Assembly type FRP (fiber reinforced plastic) sandwich concrete chimney structure and prevention and control emergency method thereof

The technical field is as follows:

the invention relates to a building structure chimney, in particular to an assembled FRP (fiber reinforced plastic) sandwich concrete chimney structure and a prevention and control emergency method thereof.

Secondly, background art:

with the rapid development of the modern society industry, the demand of high-rise structures, namely chimneys, for discharging high-temperature flue gas of industrial and civil kilns is increasing. The chimney mainly comprises a brick chimney, a reinforced concrete chimney and a steel chimney. The brick chimney is mainly suitable for the design with the height not more than 60 meters, has lower strength and poorer earthquake resistance, and is generally common in the chimneys of the earth stoves in rural areas of China and the earth stoves in northern China. The reinforced concrete chimney overcomes the defect that the strength of the brick chimney is low, but the construction difficulty is high, and serious vertical cracks generally appear. The steel chimney is light and high in strength, but the steel consumption is large, the maintenance cost is high, the maintenance is complex, and the stable sealing performance is poor. Brick chimney, reinforced concrete chimney, steel chimney can't realize the aversion of chimney and install again, are unfavorable for the reuse of structure, and their blasting demolishs comparatively serious to environmental pollution simultaneously, can't satisfy the demand in the aspect of the industry gradually.

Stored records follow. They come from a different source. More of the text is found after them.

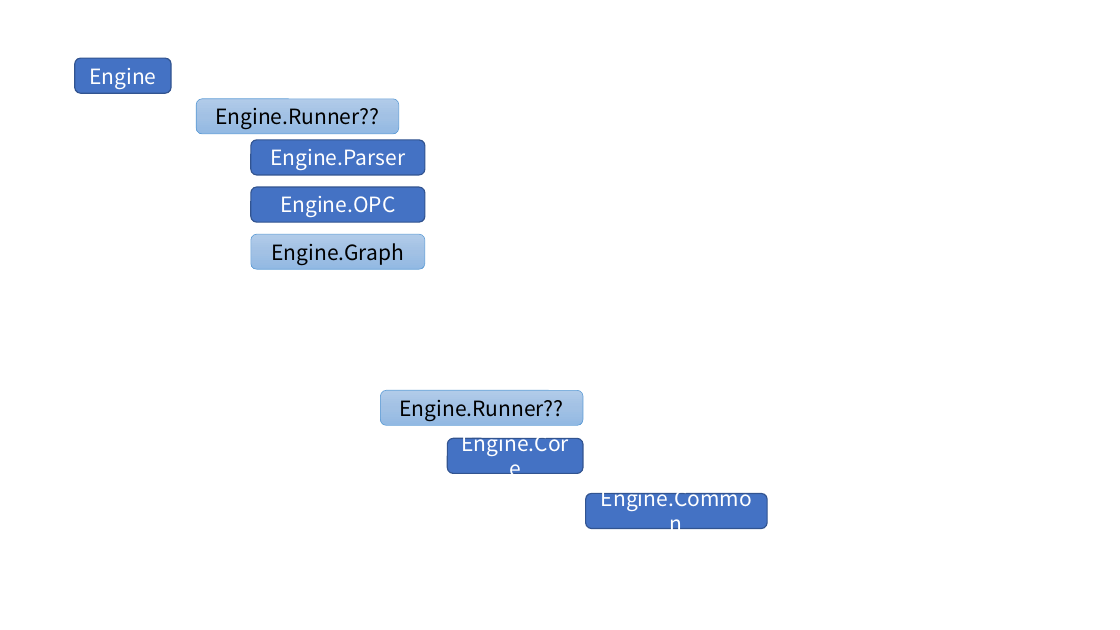
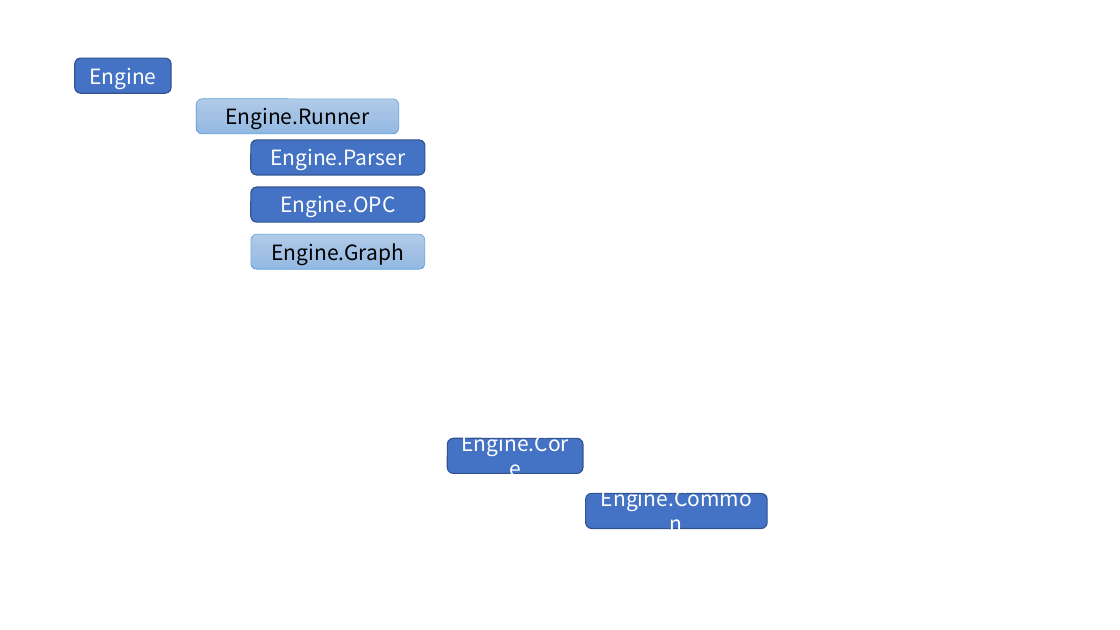
Before and after one commit to DualsoftDev/ds, a slide deck: slide 2 of DsDotNet/src/Doc/Hierachies.pptx. Drawn at 1120x630 pixels with LibreOffice and Linux fonts; fonts in the diff are those of the drawing. Boxes give left, top, right and bottom in pixels: in the first picture for what was removed or moved away, otherwise in the second. Text is boxed around its words. In the diff, an @@ line names an element or a change of style, - is before the commit and + after.

```diff
--- a/DsDotNet/src/Doc/Hierachies.pptx
+++ b/DsDotNet/src/Doc/Hierachies.pptx
@@ text in rounded rectangle at (225,108,369,129): text changed @@
-Engine.Runner??
+Engine.Runner
@@ rounded rectangle removed at (381,391,583,426) @@
-Engine.Runner??
```
Also in this commit, not shown: 10 other files.

Thirdly, the invention content:

the invention aims to provide an assembled FRP (fiber reinforced plastic) sandwich concrete chimney structure, which is used for solving the problems that the existing common chimney cannot be displaced and installed again and is not beneficial to structural recycling, solving the problem that the existing chimney deforms too much under the action of strong wind or earthquake, effectively shortening the construction period and greatly reducing the construction cost; the second purpose of the invention is to provide a prevention and control emergency method for the ultrahigh assembly type FRP sandwich concrete combined chimney.

The technical scheme adopted by the invention for solving the technical problems is as follows: the assembled FRP sandwich concrete chimney structure comprises a chimney cylinder wall, a flue and a foundation, wherein the chimney cylinder wall is arranged on the foundation, and the flue is arranged in the chimney cylinder wall; the chimney wall is a sectional chimney wall and is formed by sequentially assembling and connecting a plurality of sections of chimney components, a rest platform is assembled between two sections of chimney components at the middle position of the chimney, a self-induction repairable damper is arranged between two adjacent chimney components, a component-to-component cushion layer is arranged between the self-induction repairable damper and the chimney components, and the two adjacent chimney components are fixedly connected through a connecting piece; the chimney split body is formed by combining an outer FRP pipe, an inner FRP pipe and interlayer self-compacting fine stone concrete, the outer FRP pipe and the inner FRP pipe are coaxially sleeved, the chimney split body is provided with a deformation monitoring device and a controller, the deformation monitoring device is connected with the controller, the controller is connected with the self-induction repairable damper, and the controller controls the rigidity of the self-induction repairable damper in real time; the flues are assembled in sections, a pipeline connecting ring is arranged at the assembling node of two adjacent flues, bolt holes are reserved on the pipeline connecting ring, and the connection between every two flues is realized through bolts; each flue section is connected with the wall of the chimney split cylinder through a hinge rod damper, one end of the hinge rod damper is hinged to the pipeline connecting ring, and the other end of the hinge rod damper is hinged to the inner wall of the FRP pipe in the chimney split cylinder.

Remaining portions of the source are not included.